%%

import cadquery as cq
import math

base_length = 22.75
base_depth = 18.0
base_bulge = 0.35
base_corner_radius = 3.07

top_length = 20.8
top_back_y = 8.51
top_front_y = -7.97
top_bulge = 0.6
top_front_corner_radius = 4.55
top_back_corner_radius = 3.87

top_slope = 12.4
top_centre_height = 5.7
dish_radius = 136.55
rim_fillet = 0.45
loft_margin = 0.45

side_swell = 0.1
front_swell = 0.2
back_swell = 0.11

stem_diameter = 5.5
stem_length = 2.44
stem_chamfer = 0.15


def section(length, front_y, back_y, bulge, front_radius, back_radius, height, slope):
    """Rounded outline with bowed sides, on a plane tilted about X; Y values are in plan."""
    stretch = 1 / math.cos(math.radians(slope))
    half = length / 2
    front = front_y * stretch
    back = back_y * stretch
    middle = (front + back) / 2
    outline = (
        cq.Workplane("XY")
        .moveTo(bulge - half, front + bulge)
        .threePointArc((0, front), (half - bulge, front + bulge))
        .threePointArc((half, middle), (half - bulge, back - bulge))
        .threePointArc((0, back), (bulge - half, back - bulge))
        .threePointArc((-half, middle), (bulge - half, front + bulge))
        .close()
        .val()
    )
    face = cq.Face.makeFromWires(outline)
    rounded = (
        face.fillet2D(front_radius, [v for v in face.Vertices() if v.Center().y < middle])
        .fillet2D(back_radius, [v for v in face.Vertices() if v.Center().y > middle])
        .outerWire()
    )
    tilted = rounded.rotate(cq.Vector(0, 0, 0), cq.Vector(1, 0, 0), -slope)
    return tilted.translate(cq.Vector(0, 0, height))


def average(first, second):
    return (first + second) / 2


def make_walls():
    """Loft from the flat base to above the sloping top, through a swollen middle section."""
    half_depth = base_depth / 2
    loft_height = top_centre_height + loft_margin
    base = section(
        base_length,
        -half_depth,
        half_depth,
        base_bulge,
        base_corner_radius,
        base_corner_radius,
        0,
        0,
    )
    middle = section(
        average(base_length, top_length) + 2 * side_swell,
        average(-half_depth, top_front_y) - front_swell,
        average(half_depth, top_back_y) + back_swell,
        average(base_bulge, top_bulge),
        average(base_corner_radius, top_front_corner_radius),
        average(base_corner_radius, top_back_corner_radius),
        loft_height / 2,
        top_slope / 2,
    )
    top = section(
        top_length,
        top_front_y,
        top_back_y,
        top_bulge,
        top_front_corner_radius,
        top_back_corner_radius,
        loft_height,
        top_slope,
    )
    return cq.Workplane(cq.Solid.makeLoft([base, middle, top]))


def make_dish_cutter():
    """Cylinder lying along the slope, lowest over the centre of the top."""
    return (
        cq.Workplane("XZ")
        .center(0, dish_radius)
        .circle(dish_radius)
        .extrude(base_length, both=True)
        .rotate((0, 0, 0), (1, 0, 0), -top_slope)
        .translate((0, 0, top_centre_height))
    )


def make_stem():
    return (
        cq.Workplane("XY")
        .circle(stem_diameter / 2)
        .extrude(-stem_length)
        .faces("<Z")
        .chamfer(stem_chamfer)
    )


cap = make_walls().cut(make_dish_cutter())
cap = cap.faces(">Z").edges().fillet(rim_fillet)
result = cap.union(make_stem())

%%
%%

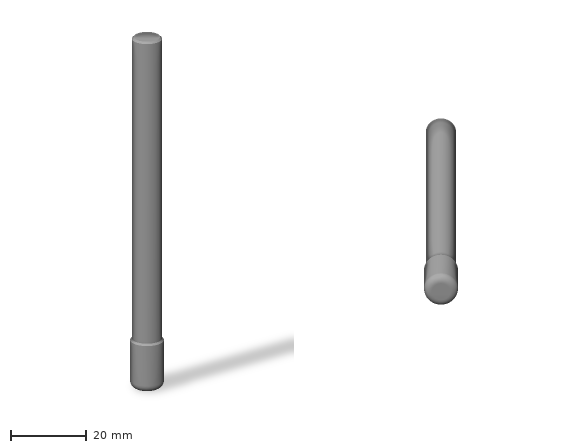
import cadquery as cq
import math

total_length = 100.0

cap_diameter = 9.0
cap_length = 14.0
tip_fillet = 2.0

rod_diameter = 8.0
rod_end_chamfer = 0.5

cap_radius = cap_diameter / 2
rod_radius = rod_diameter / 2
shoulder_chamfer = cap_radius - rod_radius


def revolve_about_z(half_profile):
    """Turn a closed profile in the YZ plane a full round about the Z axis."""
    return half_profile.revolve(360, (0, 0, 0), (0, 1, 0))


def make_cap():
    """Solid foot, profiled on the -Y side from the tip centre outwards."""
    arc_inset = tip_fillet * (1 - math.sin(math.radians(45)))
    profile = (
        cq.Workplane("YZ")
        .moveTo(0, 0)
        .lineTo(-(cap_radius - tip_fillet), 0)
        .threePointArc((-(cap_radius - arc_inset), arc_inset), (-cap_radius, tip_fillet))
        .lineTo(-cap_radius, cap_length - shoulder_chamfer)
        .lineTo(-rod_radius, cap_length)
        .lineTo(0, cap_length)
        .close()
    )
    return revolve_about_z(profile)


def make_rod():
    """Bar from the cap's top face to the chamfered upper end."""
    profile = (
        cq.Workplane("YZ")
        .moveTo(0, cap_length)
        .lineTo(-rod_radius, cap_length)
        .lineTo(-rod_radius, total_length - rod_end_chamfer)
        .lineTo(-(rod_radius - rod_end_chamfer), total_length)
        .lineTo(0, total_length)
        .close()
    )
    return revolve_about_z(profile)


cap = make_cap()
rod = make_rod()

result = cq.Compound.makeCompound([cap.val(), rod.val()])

%%
%%

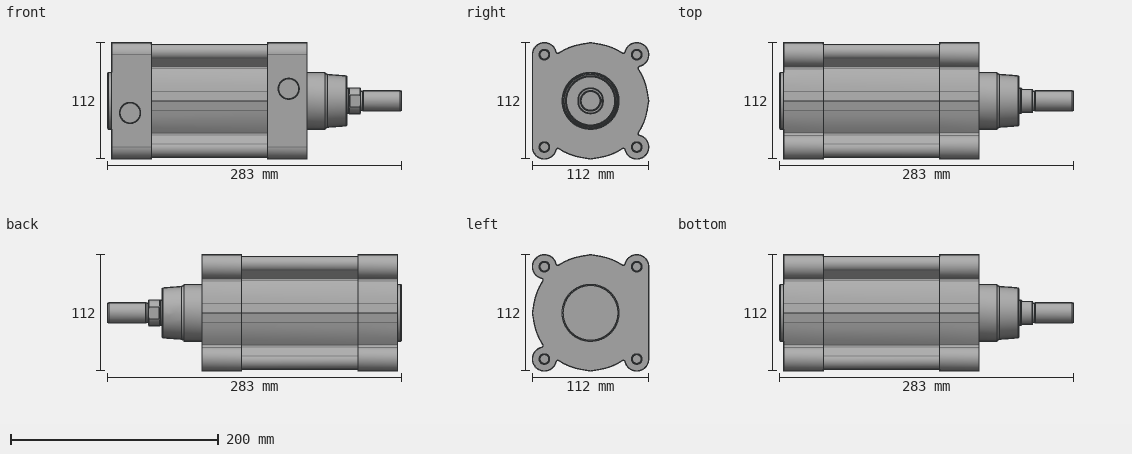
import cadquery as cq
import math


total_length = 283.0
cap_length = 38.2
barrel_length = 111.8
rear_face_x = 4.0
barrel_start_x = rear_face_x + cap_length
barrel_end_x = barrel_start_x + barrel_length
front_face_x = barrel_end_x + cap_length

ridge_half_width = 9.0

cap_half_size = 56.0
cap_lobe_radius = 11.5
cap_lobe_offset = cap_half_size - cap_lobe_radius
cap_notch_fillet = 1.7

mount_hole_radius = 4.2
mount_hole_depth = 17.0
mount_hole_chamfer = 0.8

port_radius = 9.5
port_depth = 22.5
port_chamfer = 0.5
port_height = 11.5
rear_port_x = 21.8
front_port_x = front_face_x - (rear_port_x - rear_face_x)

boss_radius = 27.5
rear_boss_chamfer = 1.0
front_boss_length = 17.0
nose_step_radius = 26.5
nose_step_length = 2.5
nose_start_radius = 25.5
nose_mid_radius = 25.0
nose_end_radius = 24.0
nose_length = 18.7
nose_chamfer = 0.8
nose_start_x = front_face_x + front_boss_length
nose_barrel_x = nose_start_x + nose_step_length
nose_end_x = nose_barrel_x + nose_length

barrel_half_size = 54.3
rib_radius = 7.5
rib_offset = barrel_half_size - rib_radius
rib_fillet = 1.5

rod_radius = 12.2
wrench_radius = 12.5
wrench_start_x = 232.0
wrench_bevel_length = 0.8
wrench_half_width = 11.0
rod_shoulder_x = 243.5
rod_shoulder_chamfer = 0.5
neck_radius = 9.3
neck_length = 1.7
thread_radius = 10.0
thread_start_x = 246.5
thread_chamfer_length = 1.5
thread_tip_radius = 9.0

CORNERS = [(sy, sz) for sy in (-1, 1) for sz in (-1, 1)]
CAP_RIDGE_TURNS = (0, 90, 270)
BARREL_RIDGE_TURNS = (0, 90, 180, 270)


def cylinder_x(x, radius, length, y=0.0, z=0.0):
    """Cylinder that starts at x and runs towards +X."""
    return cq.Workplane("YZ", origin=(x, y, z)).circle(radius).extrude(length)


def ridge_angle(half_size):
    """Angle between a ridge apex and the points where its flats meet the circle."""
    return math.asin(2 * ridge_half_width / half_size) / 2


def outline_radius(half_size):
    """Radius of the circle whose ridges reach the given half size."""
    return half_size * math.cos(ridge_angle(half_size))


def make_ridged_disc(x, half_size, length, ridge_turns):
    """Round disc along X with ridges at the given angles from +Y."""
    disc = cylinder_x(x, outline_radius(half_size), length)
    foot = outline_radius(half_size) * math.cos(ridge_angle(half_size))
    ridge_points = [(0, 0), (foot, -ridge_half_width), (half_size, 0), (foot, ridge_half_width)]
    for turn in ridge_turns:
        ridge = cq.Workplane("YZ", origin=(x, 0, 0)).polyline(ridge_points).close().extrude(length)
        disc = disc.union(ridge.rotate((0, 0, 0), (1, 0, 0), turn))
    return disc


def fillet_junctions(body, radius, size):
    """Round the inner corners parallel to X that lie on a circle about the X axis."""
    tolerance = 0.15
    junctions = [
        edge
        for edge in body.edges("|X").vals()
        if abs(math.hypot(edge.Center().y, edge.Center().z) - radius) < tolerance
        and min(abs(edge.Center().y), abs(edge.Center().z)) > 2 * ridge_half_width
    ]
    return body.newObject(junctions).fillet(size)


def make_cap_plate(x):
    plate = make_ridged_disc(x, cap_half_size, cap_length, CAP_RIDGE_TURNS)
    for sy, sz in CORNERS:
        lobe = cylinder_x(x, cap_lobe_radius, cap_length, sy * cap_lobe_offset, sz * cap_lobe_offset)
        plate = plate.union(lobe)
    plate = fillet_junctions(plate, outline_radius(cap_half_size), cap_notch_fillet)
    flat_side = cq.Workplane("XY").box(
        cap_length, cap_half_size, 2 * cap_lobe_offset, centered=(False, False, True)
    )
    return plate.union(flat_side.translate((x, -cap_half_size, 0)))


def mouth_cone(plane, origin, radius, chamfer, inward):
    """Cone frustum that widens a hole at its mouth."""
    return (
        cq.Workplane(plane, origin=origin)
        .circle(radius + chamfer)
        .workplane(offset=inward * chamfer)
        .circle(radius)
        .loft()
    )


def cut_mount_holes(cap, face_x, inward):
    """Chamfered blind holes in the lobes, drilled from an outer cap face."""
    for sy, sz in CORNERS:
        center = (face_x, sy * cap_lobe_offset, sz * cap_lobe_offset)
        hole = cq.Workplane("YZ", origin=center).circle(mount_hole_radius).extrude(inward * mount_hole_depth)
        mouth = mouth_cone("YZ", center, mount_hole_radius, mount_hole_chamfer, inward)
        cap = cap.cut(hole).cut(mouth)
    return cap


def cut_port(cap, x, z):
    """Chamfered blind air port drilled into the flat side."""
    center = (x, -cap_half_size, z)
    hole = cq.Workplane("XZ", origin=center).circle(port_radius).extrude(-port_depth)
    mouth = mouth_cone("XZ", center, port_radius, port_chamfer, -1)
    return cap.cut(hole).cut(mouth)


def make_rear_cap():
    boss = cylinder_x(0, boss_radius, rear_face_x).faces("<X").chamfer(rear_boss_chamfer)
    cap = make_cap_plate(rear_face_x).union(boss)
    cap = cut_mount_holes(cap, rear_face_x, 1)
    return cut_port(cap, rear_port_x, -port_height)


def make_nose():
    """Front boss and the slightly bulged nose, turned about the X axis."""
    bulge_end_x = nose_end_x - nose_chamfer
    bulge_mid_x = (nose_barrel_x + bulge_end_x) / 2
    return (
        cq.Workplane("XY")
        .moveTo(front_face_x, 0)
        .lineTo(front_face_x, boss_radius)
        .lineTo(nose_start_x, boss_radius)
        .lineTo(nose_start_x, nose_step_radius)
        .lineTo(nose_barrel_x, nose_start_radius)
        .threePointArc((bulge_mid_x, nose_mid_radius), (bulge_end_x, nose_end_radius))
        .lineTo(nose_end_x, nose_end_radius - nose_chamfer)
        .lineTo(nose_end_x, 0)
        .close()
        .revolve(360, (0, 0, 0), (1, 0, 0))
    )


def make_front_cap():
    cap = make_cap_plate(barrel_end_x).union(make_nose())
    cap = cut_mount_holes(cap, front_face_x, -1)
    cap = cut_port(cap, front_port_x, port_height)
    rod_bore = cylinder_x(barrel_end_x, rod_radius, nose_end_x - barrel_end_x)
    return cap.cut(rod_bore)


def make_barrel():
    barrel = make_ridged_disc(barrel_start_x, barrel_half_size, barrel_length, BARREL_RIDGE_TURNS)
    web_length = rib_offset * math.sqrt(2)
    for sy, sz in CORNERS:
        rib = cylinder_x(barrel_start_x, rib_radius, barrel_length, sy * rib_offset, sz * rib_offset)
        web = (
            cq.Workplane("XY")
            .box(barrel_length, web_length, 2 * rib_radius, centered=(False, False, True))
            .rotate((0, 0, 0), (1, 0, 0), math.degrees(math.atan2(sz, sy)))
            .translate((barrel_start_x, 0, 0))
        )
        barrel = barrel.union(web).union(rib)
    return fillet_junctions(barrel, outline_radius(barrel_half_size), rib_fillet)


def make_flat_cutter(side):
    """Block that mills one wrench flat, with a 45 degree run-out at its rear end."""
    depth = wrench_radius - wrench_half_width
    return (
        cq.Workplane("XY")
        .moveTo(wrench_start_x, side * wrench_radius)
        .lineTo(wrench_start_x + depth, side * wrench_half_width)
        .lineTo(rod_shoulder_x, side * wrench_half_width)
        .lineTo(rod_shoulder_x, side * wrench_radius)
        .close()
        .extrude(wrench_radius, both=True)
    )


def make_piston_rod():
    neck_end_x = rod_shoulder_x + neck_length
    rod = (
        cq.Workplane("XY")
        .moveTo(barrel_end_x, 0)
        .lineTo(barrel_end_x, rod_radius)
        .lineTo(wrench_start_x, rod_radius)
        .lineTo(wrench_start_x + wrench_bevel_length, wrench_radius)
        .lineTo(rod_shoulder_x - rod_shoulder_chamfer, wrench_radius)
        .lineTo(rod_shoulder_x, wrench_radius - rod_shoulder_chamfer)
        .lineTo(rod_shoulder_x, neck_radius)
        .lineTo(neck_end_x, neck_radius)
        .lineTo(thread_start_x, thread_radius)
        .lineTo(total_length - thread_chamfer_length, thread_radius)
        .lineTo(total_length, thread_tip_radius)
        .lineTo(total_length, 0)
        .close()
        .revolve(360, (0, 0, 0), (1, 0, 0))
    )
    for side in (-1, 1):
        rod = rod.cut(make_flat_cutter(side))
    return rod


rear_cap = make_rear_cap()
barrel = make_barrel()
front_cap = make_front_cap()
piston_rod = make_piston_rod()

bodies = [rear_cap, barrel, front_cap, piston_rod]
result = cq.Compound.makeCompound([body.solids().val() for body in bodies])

%%

Exercise aim =>
Say how many lines above include "Vector", please, and nothing else.

Your solution =>
2